Data extracts:
·····

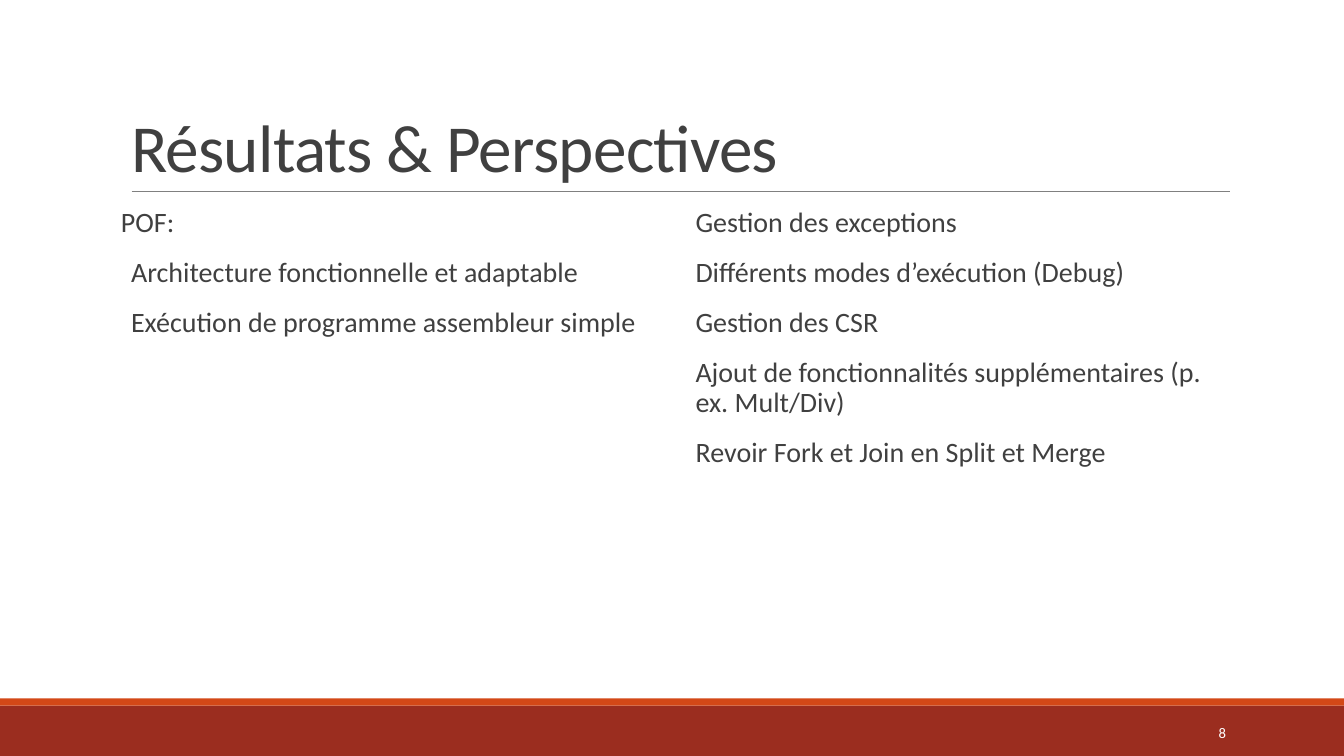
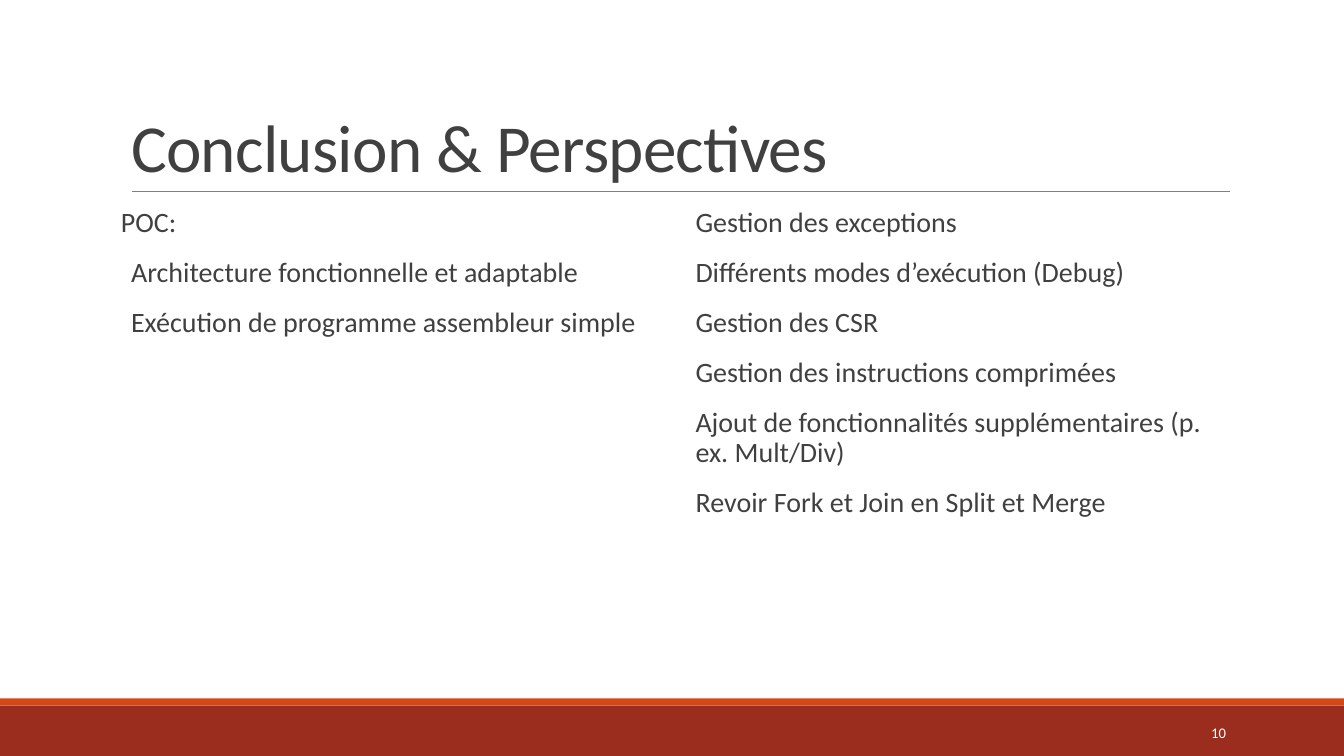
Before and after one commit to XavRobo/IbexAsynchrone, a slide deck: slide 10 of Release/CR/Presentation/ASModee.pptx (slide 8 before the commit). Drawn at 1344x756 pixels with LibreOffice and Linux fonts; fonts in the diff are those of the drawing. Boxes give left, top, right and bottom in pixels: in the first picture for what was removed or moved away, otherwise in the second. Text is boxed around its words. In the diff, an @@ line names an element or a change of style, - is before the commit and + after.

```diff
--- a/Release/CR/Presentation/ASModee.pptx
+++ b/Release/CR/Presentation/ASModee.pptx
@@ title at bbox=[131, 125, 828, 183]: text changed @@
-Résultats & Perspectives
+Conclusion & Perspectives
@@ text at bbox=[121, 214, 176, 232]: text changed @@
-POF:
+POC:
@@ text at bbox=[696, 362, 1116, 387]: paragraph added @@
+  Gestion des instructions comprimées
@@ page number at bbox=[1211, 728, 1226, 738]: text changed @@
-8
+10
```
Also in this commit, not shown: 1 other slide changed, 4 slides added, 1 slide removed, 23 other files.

·····

What the task requires: Would you copy out every line of the data above exactly, minus the pictures?

Task answer:
Before and after one commit to XavRobo/IbexAsynchrone, a slide deck: slide 10 of Release/CR/Presentation/ASModee.pptx (slide 8 before the commit). Drawn at 1344x756 pixels with LibreOffice and Linux fonts; fonts in the diff are those of the drawing. Boxes give left, top, right and bottom in pixels: in the first picture for what was removed or moved away, otherwise in the second. Text is boxed around its words. In the diff, an @@ line names an element or a change of style, - is before the commit and + after.

```diff
--- a/Release/CR/Presentation/ASModee.pptx
+++ b/Release/CR/Presentation/ASModee.pptx
@@ title at bbox=[131, 125, 828, 183]: text changed @@
-Résultats & Perspectives
+Conclusion & Perspectives
@@ text at bbox=[121, 214, 176, 232]: text changed @@
-POF:
+POC:
@@ text at bbox=[696, 362, 1116, 387]: paragraph added @@
+  Gestion des instructions comprimées
@@ page number at bbox=[1211, 728, 1226, 738]: text changed @@
-8
+10
```
Also in this commit, not shown: 1 other slide changed, 4 slides added, 1 slide removed, 23 other files.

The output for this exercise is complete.